And, therefore, as soon as our hands are at liberty,
we will fight you." I have known school-boys to argue in that way,
and the arguments have been intelligible; but I cannot understand
that any government should admit such an argument.
Nor will the American government willingly admit it. According to
existing theories of government the armies of nations are but the
tools of the governing powers. If at the close of the present civil
war the American government - the old civil government consisting of
the President with such checks as Congress constitutionally has over
him - shall really hold the power to which it pretends, I do not fear
that there will be any war. No President, and I think no Congress,
will desire such a war. Nor will the people clamor for it, even
should the idea of such a war be popular. The people of America are
not clamorous against their government. If there be such a war it
will be because the army shall have then become more powerful than
the government. If the President can hold his own, the people will
support him in his desire for peace.
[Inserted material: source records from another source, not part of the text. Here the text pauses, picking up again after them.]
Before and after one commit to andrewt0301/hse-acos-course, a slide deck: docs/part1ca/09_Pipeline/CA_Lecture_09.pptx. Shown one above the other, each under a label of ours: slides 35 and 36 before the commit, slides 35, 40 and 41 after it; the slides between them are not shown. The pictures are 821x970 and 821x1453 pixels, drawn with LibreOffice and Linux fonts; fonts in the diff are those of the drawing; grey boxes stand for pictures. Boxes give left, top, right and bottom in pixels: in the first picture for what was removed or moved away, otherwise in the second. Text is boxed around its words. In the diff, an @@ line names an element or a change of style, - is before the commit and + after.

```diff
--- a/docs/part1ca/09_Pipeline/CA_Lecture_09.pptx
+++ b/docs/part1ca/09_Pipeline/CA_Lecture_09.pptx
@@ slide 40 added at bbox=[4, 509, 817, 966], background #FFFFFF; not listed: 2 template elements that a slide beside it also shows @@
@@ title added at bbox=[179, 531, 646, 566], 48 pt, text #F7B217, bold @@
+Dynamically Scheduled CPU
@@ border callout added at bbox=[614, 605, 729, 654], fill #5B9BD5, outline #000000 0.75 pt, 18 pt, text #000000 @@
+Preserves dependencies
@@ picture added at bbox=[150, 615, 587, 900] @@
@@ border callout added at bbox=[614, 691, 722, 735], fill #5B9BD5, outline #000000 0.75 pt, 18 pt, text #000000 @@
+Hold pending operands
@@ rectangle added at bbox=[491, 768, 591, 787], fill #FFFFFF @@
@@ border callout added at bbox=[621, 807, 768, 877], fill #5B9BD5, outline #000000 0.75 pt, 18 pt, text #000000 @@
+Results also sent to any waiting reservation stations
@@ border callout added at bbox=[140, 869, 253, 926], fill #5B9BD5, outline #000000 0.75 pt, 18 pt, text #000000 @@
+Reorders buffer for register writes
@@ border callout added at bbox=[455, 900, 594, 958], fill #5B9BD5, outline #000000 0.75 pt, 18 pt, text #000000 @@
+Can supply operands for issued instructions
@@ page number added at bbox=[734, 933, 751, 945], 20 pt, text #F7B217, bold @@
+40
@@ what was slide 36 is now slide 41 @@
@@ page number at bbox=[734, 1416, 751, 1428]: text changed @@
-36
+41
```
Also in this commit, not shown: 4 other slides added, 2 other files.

But if the President do not
hold his own - if some general, with two or three hundred thousand
men at his back, shall then have the upper hand in the nation - it is
too probable that the people may back him. The old game will be
played again that has so often been played in the history of
nations, and some wretched military aspirant will go forth to flood
Canada with blood, in order that the feathers of his cap may flaunt
in men's eyes and that he may be talked of for some years to come as
one of the great curses let loose by the Almighty on mankind.